Peki çözüm ne? Üniversiteler için bir değil birden fazla, sürekli defalarca girilebilecek sınavlar yapalım. Bu sınavların sonuçlarını isteyen üniversite istediği gibi bir kriter olarak kullanabilsin. Ama bu sadece bir kriter olsun. Bunun sonucuna göre üniversiteler her bölüm için başvuru barajları açıklayabilsin. Bu durumda isteyen üniversite istediği barajı koyarak öğrenci havuzunu genişletip daraltabilir. Böylece öğrenci havuzunu belirleme şansı olur. Sonra her üniversite başvurma hakkı olan öğrenciden lisede yaptıkları projeler, yetenekleri, sosyal sorumluluk çalışmaları ve ilgilerine göre başvurular alsınlar. Sonra üniversiteler öğrenciler bu başvuru kriterlerine göre kabuller ve eğer vakıf ise burslar da versinler. Sonuçta ABD bunu yüz yıldır yapıyor neden biz yapmayalım? Eğer üniversite girişte sınav yerine yukarıda saydığım özellikler öne çıkarsa liselerde de eğitim değişir ve öğrenciler proje yapmaya, sosyal sorumlulukla uğraşmaya, okumaya ve kendini geliştirmeye başlarlar. Bu Türkiye’de olmaz diyebilirsiniz.
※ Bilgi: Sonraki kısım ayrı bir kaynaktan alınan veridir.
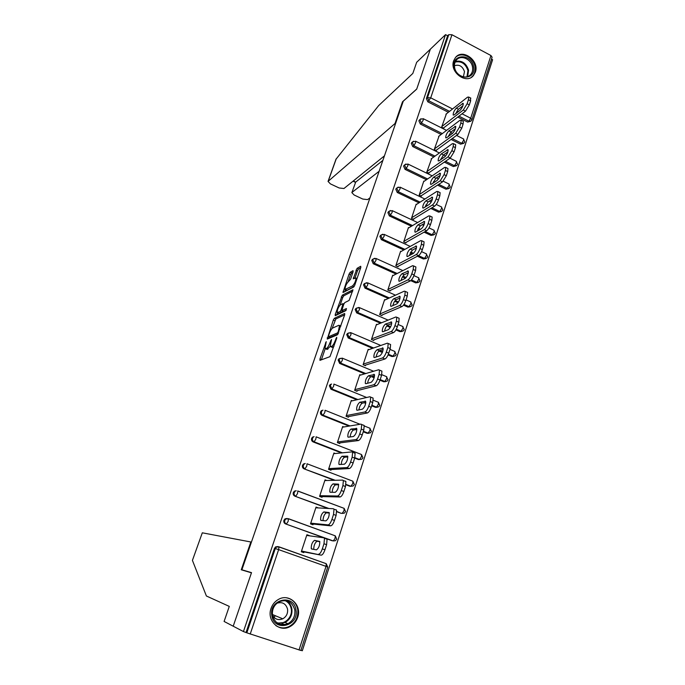 <?xml version="1.0" encoding="UTF-8"?>
<svg xmlns="http://www.w3.org/2000/svg" width="685" height="685" viewBox="0 0 685 685"><rect width="100%" height="100%" fill="white"/><g stroke="black" fill="none" stroke-linecap="round" stroke-linejoin="round"><path stroke-width="1.03" d="M326.231 341.627L319.938 359.017L319.955 360.353L329.956 356.662L336.729 338.202L336.695 337.277L335.196 340.685C334.049 343.759 332.867 345.668 331.66 346.404L330.161 346.499L331.531 339.537L329.905 342.834C328.774 345.865 327.618 347.749 326.445 348.468L324.998 348.562L326.231 341.627M453.684 60.742C449.274 72.019 466.279 84.717 473.412 75.59L475.364 72.139C479.714 60.811 462.58 48.121 455.474 57.523L453.684 60.742M271.037 608.434C266.499 620.387 278.975 632.623 289.652 626.784C293.522 624.797 296.194 621.663 297.675 617.365C302.222 605.155 289.138 592.927 278.384 599.461C274.891 601.464 272.442 604.453 271.037 608.434M353.117 271.799L353.04 270.661L350.129 272.33L349.05 274.111L342.971 292.538L353.64 287.058L354.753 285.225L360.815 267.424L360.721 266.268L357.065 268.357L353.246 278.812L355.9 277.999C355.892 280.876 354.77 283.513 352.535 285.919L345.052 289.464C345.077 286.647 346.173 284.061 348.348 281.681L350.566 279.257L353.117 271.799M192.425 560.39L202.306 532.81L192.425 560.39L206.39 595.993L229.278 606.396L224.098 621.449L233.208 626.21L251.515 572.643L241.891 569.774L403.268 101.192L416.694 89.136L430.343 49.2L445.533 34.644L243.44 631.561L246.84 632.829L275.284 548.565L274.437 548.402L246.061 632.418M251.395 542.178L250.838 541.981L241.257 569.774L251.446 572.823L233.208 626.21L243.44 631.561M334.366 318.311L333.295 320.066L327.242 339.092L337.388 334.819L344.718 314.732L344.649 313.473L334.366 318.311L335.856 318.945L332.122 328.466M335.222 314.466L342.294 295.175L352.972 289.772L349.085 300.45L344.812 302.582L343.716 304.38L341.832 310.622L346.473 308.55L345.745 310.699L335.265 315.691L335.222 314.466L336.6 315.057M241.891 569.774L246.069 571.213M299.037 649.971L326.026 566.375L327.738 567.069L300.852 650.467L246.84 632.829M300.912 650.296L302.316 650.75L492.601 59.706L491.479 59.098M445.533 34.644L447.622 35.748L448.778 34.652L451.954 34.738L490.948 55.536L492.087 57.223L471.905 119.824L470.698 118.24L490.948 55.536M304.02 551.922L303.78 552.641L301.289 551.75L306.914 534.72L309.397 535.619L306.743 535.25M470.698 121.271L467.667 122.093L457.777 117.066M448.375 112.28L427.808 101.817L426.387 98.606L427.508 97.647L448.778 34.652M447.622 35.748L426.387 98.606M274.437 548.402L275.61 546.87L277.896 546.579M277.939 546.596L278.393 546.758M441.157 134.465L420.325 124.036L418.886 120.808L419.751 119.738M463.497 143.413L460.526 144.167L451.064 139.432M433.845 156.951L412.73 146.556L411.291 143.302L412.233 142.172M456.193 165.847L453.299 166.532L444.317 162.114M426.455 179.744L405.041 169.366L403.593 166.095L404.63 164.905M448.778 188.572L445.969 189.188L437.561 185.121M418.989 202.837L397.249 192.485L395.784 189.197L396.923 187.938M441.268 211.596L438.546 212.144L430.814 208.463M426.284 206.305L425.471 205.92M411.437 226.247L389.354 215.921L387.881 212.607L389.131 211.288M433.631 234.938L431.028 235.409L424.083 232.164M419.331 229.937L417.876 229.261M403.799 249.982L381.348 239.664L379.867 236.334L381.254 234.946M425.89 258.579L423.399 258.981L417.405 256.233M412.404 253.929L410.204 252.919M396.093 274.051L373.231 263.742L371.741 260.386L373.274 258.93M418.021 282.545L415.675 282.879L410.743 280.653M405.46 278.273L402.463 276.92M388.318 298.454L365.002 288.145L363.504 284.763L365.156 283.265M410.118 306.82L407.84 307.094L403.508 305.176M398.028 302.753L394.654 301.254M380.483 323.217L356.662 312.891L355.147 309.483L356.911 307.933M402.095 331.42L399.903 331.643L395.921 329.913M390.296 327.473L386.785 325.949M372.614 348.348L348.211 337.979L346.687 334.545L348.579 332.944M393.952 356.371L391.863 356.525L388.078 354.924M382.341 352.475L378.925 351.028M364.711 373.856L339.632 363.418L338.099 359.967L340.145 358.315M385.681 381.656L383.703 381.759L379.978 380.209M374.147 377.777L371.398 376.639M356.834 399.766L330.941 389.217L329.391 385.741L330.127 384.627L331.617 384.045M377.281 407.301L375.431 407.344L371.672 405.811M365.704 403.379L364.214 402.771M349.025 426.104L322.113 415.384C320.7 414.648 320.186 413.483 320.554 411.89L321.351 410.717L322.995 410.144M368.744 433.288L367.04 433.28L363.247 431.773M341.421 452.931L313.165 441.928C311.743 441.191 311.221 440.018 311.598 438.409L312.446 437.176L314.098 436.628M360.747 459.318L358.529 459.592L352.167 457.126L350.583 462.015L353.117 463L354.702 458.111L355.113 453.307L351.902 451.903L333.698 453.684M334.22 480.313L304.089 468.857C302.65 468.129 302.128 466.947 302.513 465.312L303.429 464.01L305.227 463.497M352.081 486.025L349.898 486.273L345.942 484.774M327.961 508.45L294.884 496.171C293.428 495.452 292.897 494.262 293.291 492.601L294.285 491.231L296.254 490.777M343.279 513.108L341.147 513.348L336.815 511.738M332.268 540.808L285.542 523.897C284.07 523.177 283.539 521.979 283.933 520.3L285.011 518.853L287.152 518.468M318.319 507.928L316.05 507.088L310.502 523.871L312.976 524.77L313.208 524.059M326.754 480.493L325.05 479.851L319.587 496.385L322.027 497.301L322.258 496.608M335.29 453.53L333.929 452.999L328.535 469.302L330.958 470.227L331.189 469.542M343.801 426.978L342.68 426.532L337.362 442.604L339.76 443.546L339.983 442.861M352.261 400.819L351.302 400.434L346.062 416.283L348.442 417.233L348.656 416.566M360.644 375.046L359.805 374.695L354.642 390.33L356.996 391.289L357.21 390.63M368.932 349.633L368.196 349.324L363.101 364.737L365.43 365.713L365.644 365.062M377.127 324.579L376.467 324.296L371.441 339.495L373.753 340.479L373.959 339.837M385.218 299.876L384.627 299.61L379.67 314.603L381.956 315.605L382.161 314.972M393.216 275.507L392.676 275.267L387.787 290.055L390.048 291.056L390.253 290.431M401.11 251.472L400.614 251.241L395.793 265.831L398.036 266.85L398.233 266.234M408.902 227.762L408.448 227.548L403.688 241.942L405.914 242.969L406.111 242.362M416.591 204.361L416.172 204.164L411.479 218.369L413.68 219.405L413.877 218.806M424.195 181.285L423.801 181.088L419.169 195.105L421.352 196.15L421.549 195.559M431.687 158.5L426.755 172.149L428.921 173.202L429.11 172.62M439.094 136.024L434.239 149.501L436.388 150.563L436.576 149.981M446.406 113.83L441.628 127.145L443.76 128.215L443.948 127.641M279.292 623.504L278.855 623.932M325.58 348.811L327.13 349.427L325.615 348.802M330.136 346.439L327.13 349.427M330.769 346.756L332.336 347.389L330.812 346.738M333.903 346.524L332.336 347.389M325.169 348.785L321.393 359.822M344.683 314.826L335.856 318.945M329.202 336.994L328.697 338.484M328.552 335.821L328.569 336.72L337.491 332.919L338.262 331.651L339.546 325.495L338.861 325.281L332.73 328.004C331.557 328.783 330.41 330.658 329.305 333.629L328.552 335.821M329.93 337.294L328.569 336.72M338.082 333.963L330.067 337.354M340.907 325.94L340.479 325.889M336.737 314.989L337.482 312.822M340.18 304.945L342.697 297.59L341.224 296.947M352.732 291.168L343.767 295.817L342.697 297.59M342.003 310.699L343.553 311.332L346.259 310.04M340.471 304.748C338.296 307.085 337.191 309.697 337.174 312.6L340.094 311.615L341.181 309.834L343.065 303.618L340.471 304.748M337.628 312.797L339.221 313.396L337.731 312.754M342.517 310.913L341.592 312.266L339.221 313.396M345.488 289.652L347.115 290.234L345.642 289.592M354.136 286.518L347.115 290.234M360.678 267.809L358.546 269.025L357.45 270.849L355.001 278.024M352.989 272.185L351.585 272.981L350.514 274.762L348.083 281.869M345.411 289.669L344.683 291.793M282.357 623.633L281.27 624.677M324.938 549.815L326.599 544.695L323.988 543.753L322.327 548.873L324.938 549.815C323.705 553.249 322.447 555.03 321.179 555.158L301.4 551.425M326.505 538.753L327.079 539.223L326.599 544.695M313.747 549.379C313.773 545.474 314.877 542.768 317.061 541.27L319.835 541.689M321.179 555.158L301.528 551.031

Bu sistemi 8 yıldır Türkiye’de uygulayan bir üniversite var. Lütfen Apply BAU’yu inceleyin bakın neler oluyor. Bu uygulama tüm üniversitelere yayıldığında iddia ediyorum iki yıl içinde üniversitelerimiz daha üretken, öğrencilerimiz daha mutlu olacaklardır.